At about 1pm, I talked to Don and Marty, who were going to join me on the Big Lake and we decided to molest those planters.
On the way there, Splitshot called me. Before we knew it, we had 5 members fishing together. 
The place was a zoo, but a few fish were taken. I bet, fishing in morning was a nightmare. The lack of structure pushed the fish into the lumber.

Good to see you guys
I have to make a run to my folk's house, I might give the Paint a shot, it's in the neighborhood. 
After that, it's off to the boat. I hope, it layed down some.... lol


----------



## knockoff64 (Oct 14, 2001)

Once again it was a pleasure seeing you guys, and nice to meet Rookie! Next time maybe Rookie and I will get a chance to talk a little.

After a few quick rigging tips from Splitshot, we we found a spot to fish, not exactly prime Trout water, but thats pretty scarce on the Huron anyway.

First cast, fish on! The little Brown spit the hook right at my feet. That was my one and only take for the hour we fished.

The cold rain started to get to us all, so we packed up. Some of us however couldn't resist afew more casts on the way out.LOL, right Ray, Shoe!

Quite a few nice fish were landed, especially from the prime holes, which were all occupied when we arrived.

BTW, beware people you meet on the internet! Within 5 minutes of meeting me, one is calling me a liar! (I'm not saying I never stretch the truth a little) And another calls my wife "fat" the first time he meets her! Where do you people get off!!! LOL


----------



## unregistered55 (Mar 12, 2000)

Splitshot just e-mailed me the Pic! Here I am with Ralf's and My Browns...Ralf's is the bigger one....


----------



## rookie1 (Dec 7, 2001)

No trout on my first opening day but I had fun anyhow. It was nice to meet Knockoff and nice to see N_O, Splitshot and Shoeman again. I'm looking forward to doing it again.


----------



## selthofer (Jun 9, 2001)

I was at Proud Lake Sat morning. Got there shortly before light. Once there was some light headed upstream. After falling in a mud filled sink hole to my a$$ I limited by 7 AM. Not too bad. 2 bows about 16 inch and 1 brown about 12 inch. Beautiful morning to be out.


----------



## FlyCaster (May 22, 2001)

I hit Proud Lake parking lot at Wixom Rd. about 6:00 a.m. to enjoy the exciting "Trout Opener" but the parking lot was full.
I headed to the Annex parking area and was pleasently surprised to see very few cars. This ment that most of the part time Trouters were congregated in the lower half of the river. With a short hike threw the woods I made my way to my favorite hole. The fog was just lifting to the point I could see someone fishing at the top of this well known spot. Me with my flyrod suddenly surrounded by bait casters that were cleaning house, fish on everywhere. Luck for me the gentleman at the top of my favorite spot had taken his limit and headed home. 1 hr. and several near misses (from canoes plowing threw the prime hole) I landed my first 14" Rainbow.
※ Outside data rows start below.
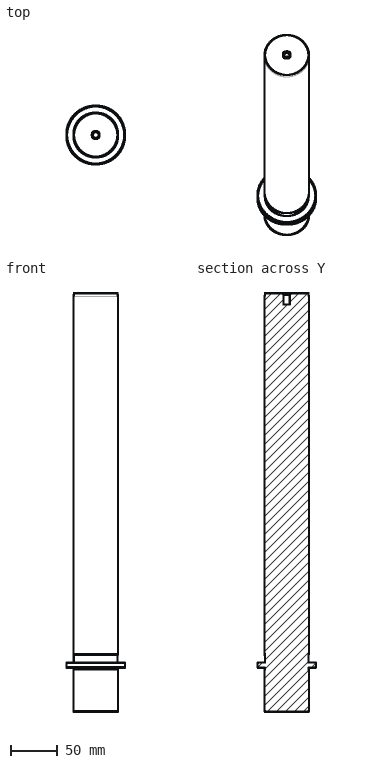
import cadquery as cq

total_length = 447.0
pillar_radius = 24.0

collar_radius = 31.5
collar_bottom = 47.0
collar_thickness = 6.0
collar_top = collar_bottom + collar_thickness
collar_chamfer = 1.0

groove_depth = 0.5
groove_run_out = 1.0
groove_width = 9.0
groove_radius = pillar_radius - groove_depth
groove_top = collar_top + groove_width

undercut_depth = 0.3
undercut_width = 1.5
undercut_radius = pillar_radius - undercut_depth
undercut_bottom = collar_bottom - undercut_width

lead_in_height = 3.5
lead_in_depth = 0.9
bottom_chamfer = 0.8

centre_mouth_diameter = 8.5
centre_drill_diameter = 6.4
centre_cone_angle = 60.0
centre_drill_depth = 12.0


def pillar_body():
    """Revolve the half profile of the pillar, collar, groove and undercut about Z."""
    return (
        cq.Workplane("XZ")
        .moveTo(0, 0)
        .lineTo(pillar_radius - bottom_chamfer, 0)
        .lineTo(pillar_radius, bottom_chamfer)
        .lineTo(pillar_radius, undercut_bottom)
        .lineTo(undercut_radius, undercut_bottom)
        .lineTo(undercut_radius, collar_bottom)
        .lineTo(collar_radius - collar_chamfer, collar_bottom)
        .lineTo(collar_radius, collar_bottom + collar_chamfer)
        .lineTo(collar_radius, collar_top - collar_chamfer)
        .lineTo(collar_radius - collar_chamfer, collar_top)
        .lineTo(groove_radius, collar_top)
        .lineTo(groove_radius, groove_top - groove_run_out)
        .lineTo(pillar_radius, groove_top)
        .lineTo(pillar_radius, total_length - lead_in_height)
        .lineTo(pillar_radius - lead_in_depth, total_length)
        .lineTo(0, total_length)
        .close()
        .revolve(360, (0, 0, 0), (0, 1, 0))
    )


def cut_centre_hole(body):
    """Cut the countersunk centre hole into the top face."""
    return body.faces(">Z").workplane().cskHole(
        centre_drill_diameter, centre_mouth_diameter, centre_cone_angle, centre_drill_depth
    )


result = cut_centre_hole(pillar_body())

With the blood pumping threw my veins I forgot about the chill in the air and was determined the show the baitcasters how much fun it was to land big trout with a flyrod.
At about 8:00 a.m. all heck broke loose when the monster of the deep hit my fly with a dozen leaps in the air we (the trout and I)
had everyones attention. It seemed like an eternity but with all said and done as I stared into my net and the wake of the trout now pounding the shore I was enjoying the taste of victory! Mr. Rainbow was 18" long and no camera in my vest! With only an hour left to fish I headed upstream threw the warzone and around the bend to my second favotite spot and was surprise to see only 2 other fishermen there. At about 9:15 a.m. the army moved in an I decided to go home but I needed to make one more cast and "Bam" another 15" Rainbow. I survived the "Opening Day" battle and l live to fish again!
P.S. The fly of choice was #12 sucker spawn in champain white.

Good Day to All
The *FlyCaster*


----------



## Guest (Apr 29, 2002)

Sweet post FlyCaster.

I don't know what would have been the true kodak moment...
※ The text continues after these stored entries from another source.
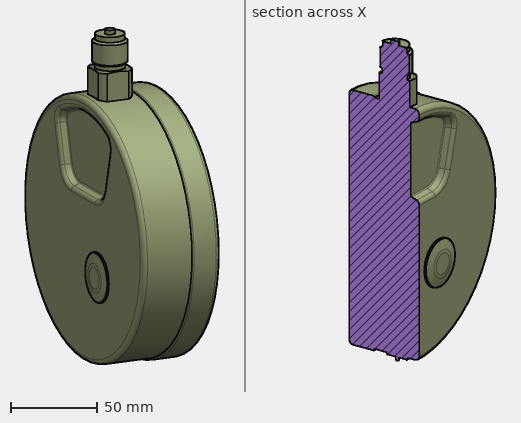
import cadquery as cq
import math


bezel_diameter = 161.3
bezel_depth = 18.0
bezel_back_fillet = 3.0
bezel_front_fillet = 0.7

case_diameter = 159.0
case_radius = case_diameter / 2
case_depth = 50.0
case_front_fillet = 3.2

pocket_depth = 6.0
pocket_draft = 20.0
pocket_mouth_fillet = 3.0
pocket_floor_fillet = 0.8
pocket_rim_arc_radius = 74.0
pocket_rim_bottom_z = 19.2
pocket_rim_half_width = 28.0
pocket_side_angle = 15.0
pocket_rim_lower_radius = 16.0
pocket_rim_upper_radius = 10.3

plug_x = 20.0
plug_z = -23.9
plug_diameter = 30.0
plug_rim_height = 1.1
plug_rim_chamfer = 0.3
plug_shoulder_diameter = 17.5
plug_shoulder_height = 2.3
plug_top_diameter = 13.2
plug_height = 2.5

stem_y = -32.5
stem_top_z = 119.0
pin_diameter = 6.0
pin_length = 2.5
tip_diameter = 17.5
tip_length = 3.2
thread_diameter = 20.96
thread_length = 14.6
thread_chamfer_length = 1.2
neck_diameter = 18.0
neck_length = 2.5
square_width = 22.0
square_corner_diameter = 26.0
square_top_diameter = 21.6
square_top_chamfer = 0.6

vent_y = -34.2
vent_disc_diameter = 15.0
vent_disc_bottom_z = -80.7
vent_disc_chamfer = 0.5
vent_pin_diameter = 2.5
vent_pin_bottom_z = -83.0


def cylinder_along_y(diameter, y_back, y_front):
    """Cylinder on the gauge axis between two Y positions, y_front being the lower."""
    return cq.Workplane("XZ", origin=(0, y_back, 0)).circle(diameter / 2).extrude(y_back - y_front)


def make_body():
    bezel = cylinder_along_y(bezel_diameter, 0, -bezel_depth)
    bezel = bezel.faces(">Y").edges().fillet(bezel_back_fillet)
    bezel = bezel.faces("<Y").edges().fillet(bezel_front_fillet)
    case = cylinder_along_y(case_diameter, -bezel_depth / 2, -case_depth)
    case = case.faces("<Y").edges().fillet(case_front_fillet)
    return bezel.union(case)


def make_pocket_cutter():
    """Tapered pocket whose outline is the rim outline moved inward to the unfilleted mouth edge."""
    draft = math.radians(pocket_draft)
    side = math.radians(pocket_side_angle)
    rim_inset = pocket_mouth_fillet * math.tan((math.pi / 2 - draft) / 2)

    arc_radius = pocket_rim_arc_radius - rim_inset
    bottom_z = pocket_rim_bottom_z + rim_inset
    bottom_x = pocket_rim_half_width - rim_inset * math.tan((math.pi / 2 - side) / 2)

    along = bottom_x * math.sin(side) + bottom_z * math.cos(side)
    gap = arc_radius**2 - bottom_x**2 - bottom_z**2
    side_length = math.sqrt(along**2 + gap) - along
    top_x = bottom_x + side_length * math.sin(side)
    top_z = bottom_z + side_length * math.cos(side)

    outline = (
        cq.Sketch()
        .segment((-bottom_x, bottom_z), (bottom_x, bottom_z))
        .segment((top_x, top_z))
        .arc((top_x, top_z), (0, arc_radius), (-top_x, top_z))
        .segment((-top_x, top_z), (-bottom_x, bottom_z))
        .assemble()
        .vertices("<Y").fillet(pocket_rim_lower_radius - rim_inset)
        .reset()
        .vertices(">Y").fillet(pocket_rim_upper_radius - rim_inset)
    )
    cutter = (
        cq.Workplane("XZ", origin=(0, -case_depth, 0))
        .placeSketch(outline)
        .extrude(-pocket_depth, taper=pocket_draft)
    )
    return cutter.faces(">Y").edges().fillet(pocket_floor_fillet)


def cut_pocket(body):
    body = body.cut(make_pocket_cutter())
    margin = 1.0
    mouth_box = cq.selectors.BoxSelector(
        (-case_radius / 2 - margin, -case_depth - margin, pocket_rim_bottom_z),
        (case_radius / 2 + margin, -case_depth + margin, pocket_rim_arc_radius),
    )
    return body.edges(mouth_box).fillet(pocket_mouth_fillet)


def make_plug():
    """Turned plug: short chamfered rim, conical flank, rounded-off shoulder and flat top."""
    embed = 1.0
    profile = [
        (0, -embed),
        (plug_diameter / 2, -embed),
        (plug_diameter / 2, plug_rim_height - plug_rim_chamfer),
        (plug_diameter / 2 - plug_rim_chamfer, plug_rim_height),
        (plug_shoulder_diameter / 2, plug_shoulder_height),
        (plug_top_diameter / 2, plug_height),
        (0, plug_height),
    ]
    outward = cq.Plane(origin=(plug_x, -case_depth, plug_z), xDir=(1, 0, 0), normal=(0, 0, -1))
    return cq.Workplane(outward).polyline(profile).close().revolve(360, (0, 0), (0, 1))


def make_stem():
    tip_top_z = stem_top_z - pin_length
    thread_top_z = tip_top_z - tip_length
    thread_bottom_z = thread_top_z - thread_length
    square_top_z = thread_bottom_z - neck_length
    square_bottom_z = case_radius - case_front_fillet

    def section(diameter, bottom_z, top_z):
        base = cq.Workplane("XY", origin=(0, stem_y, bottom_z))
        return base.circle(diameter / 2).extrude(top_z - bottom_z)

    thread = section(thread_diameter, thread_bottom_z, thread_top_z)
    tip_step = (thread_diameter - tip_diameter) / 2
    neck_step = (thread_diameter - neck_diameter) / 2
    thread = thread.faces(">Z").edges().chamfer(thread_chamfer_length, tip_step)
    thread = thread.faces("<Z").edges().chamfer(thread_chamfer_length, neck_step)
    square_envelope = section(square_corner_diameter, square_bottom_z, square_top_z)
    top_chamfer_width = (square_corner_diameter - square_top_diameter) / 2
    square_envelope = square_envelope.faces(">Z").edges().chamfer(square_top_chamfer, top_chamfer_width)
    square = (
        cq.Workplane("XY", origin=(0, stem_y, square_bottom_z))
        .rect(square_width, square_width)
        .extrude(square_top_z - square_bottom_z)
        .intersect(square_envelope)
    )
    return (
        square
        .union(section(neck_diameter, square_top_z, thread_bottom_z))
        .union(thread)
        .union(section(tip_diameter, thread_top_z, tip_top_z))
        .union(section(pin_diameter, tip_top_z, stem_top_z))
    )


def make_vent():
    top_z = -case_radius + case_front_fillet
    disc = (
        cq.Workplane("XY", origin=(0, vent_y, vent_disc_bottom_z))
        .circle(vent_disc_diameter / 2)
        .extrude(top_z - vent_disc_bottom_z)
        .faces("<Z").edges().chamfer(vent_disc_chamfer)
    )
    pin_radius = vent_pin_diameter / 2
    dome_center_z = vent_pin_bottom_z + pin_radius
    dome_center = cq.Workplane("XY", origin=(0, vent_y, dome_center_z))
    pin = dome_center.circle(pin_radius).extrude(top_z - dome_center_z)
    dome = dome_center.sphere(pin_radius)
    return disc.union(pin).union(dome)


result = cut_pocket(make_body()).union(make_plug()).union(make_stem()).union(make_vent())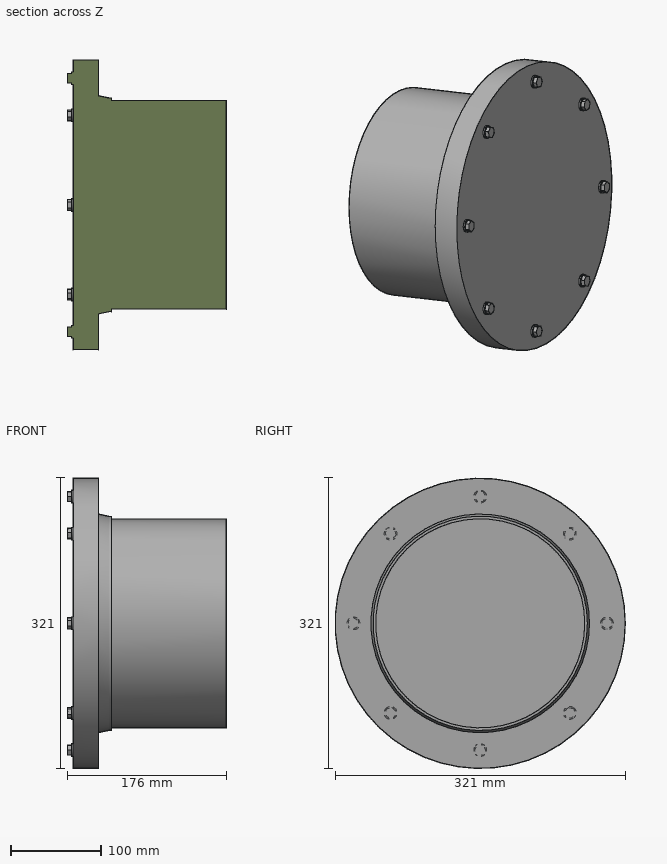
import cadquery as cq
import math

overall_length = 176.0
screw_height = 6.5
collar_thickness = 2.0
flange_thickness = 28.2
cone_length = 11.5
ring_length = 3.0

flange_diameter = 321.0
cone_base_diameter = 241.7
ring_diameter = 237.0
pipe_diameter = 231.0

screw_count = 8
screw_circle_diameter = 280.2
collar_diameter = 14.0
hex_across_flats = 11.0

flange_back = flange_thickness
cone_end = flange_back + cone_length
ring_end = cone_end + ring_length
pipe_end = overall_length - screw_height


def make_body():
    """Flange, tapered neck, ring and pipe as one solid of revolution about X."""
    profile = [
        (0, 0),
        (0, flange_diameter / 2),
        (flange_back, flange_diameter / 2),
        (flange_back, cone_base_diameter / 2),
        (cone_end, ring_diameter / 2),
        (ring_end, ring_diameter / 2),
        (ring_end, pipe_diameter / 2),
        (pipe_end, pipe_diameter / 2),
        (pipe_end, 0),
    ]
    return cq.Workplane("XY").polyline(profile).close().revolve(360, (0, 0, 0), (1, 0, 0))


def make_screw_head():
    """Collared hex head centred on the X axis, pointing to -X, corners along Y."""
    hex_across_corners = hex_across_flats / math.cos(math.radians(30))
    hexagon = cq.Workplane("YZ").polygon(6, hex_across_corners).extrude(-screw_height)
    collar = cq.Workplane("YZ").circle(collar_diameter / 2).extrude(-collar_thickness)
    return hexagon.union(collar)


result = make_body()

top_screw = make_screw_head().translate((0, 0, screw_circle_diameter / 2))
for index in range(screw_count):
    angle = index * 360 / screw_count
    result = result.union(top_screw.rotate((0, 0, 0), (1, 0, 0), angle))

The leaping 'Bow or the looks on those baitcaster's faces..

Too bad you didn't have your camera.


----------



## knockoff64 (Oct 14, 2001)

> was determined the show the baitcasters how much fun it was to land big trout with a flyrod.





> The leaping 'Bow or the looks on those baitcaster's faces..


HMMM, do I detect an attitude?


----------



## ben vander jagt (Oct 20, 2001)

were you by any chance at the rogue sometime this april?


----------



## unregistered55 (Mar 12, 2000)

Nope I have never fished the Rogue...If I did I don't remember it!...Don't tell me I have ANOTHER Twin out there! That makes one here in SE Mich, one there in SW Mich, Heard of one near Alpena and One more in the UP...


----------



## FlyCaster (May 22, 2001)

I was wearing Fly fishing hat not my baitcasting hat that day! I also forgot to mension the Hardware Throwers Too! 
I have to share this with you also. While I was fishing at my favorite hole a Fisherman and his better half waded up to fish the top of the same hole using some type of hardware. After about 10 min. the guy left up stream and the gal stayed there. She work that area hard for 30-40 min. then the guy returned made 1 or 2 cast then Wham! Landed a nice Brown. The look on her face was priceless and reminded me of another lady I know very well. I could not just stand there a say nothing so I yell to the guy. Hey buddy that wasn't very nice your gal work that whole area for a good 40 min. or so and you come in and catch Mr. Brown. I told him that I did that once and as you can see my fishing partner wasn't standing next to me! He held his dead low and told her that he was sorry. She said thats ok now get out of my way I'm fihing there! The guy must have been truely been sorry cuz less than 5 min. later she hooked into a rainbow. I'm sure he will have many enjoyable fishing trips with his partner. It's just too bad that some of us might need a second chance (At least that is what I keep asking my wife to give me). 

May the sun rise and warm your heart to share your experiences with others.

Later
The *FlyCaster*


----------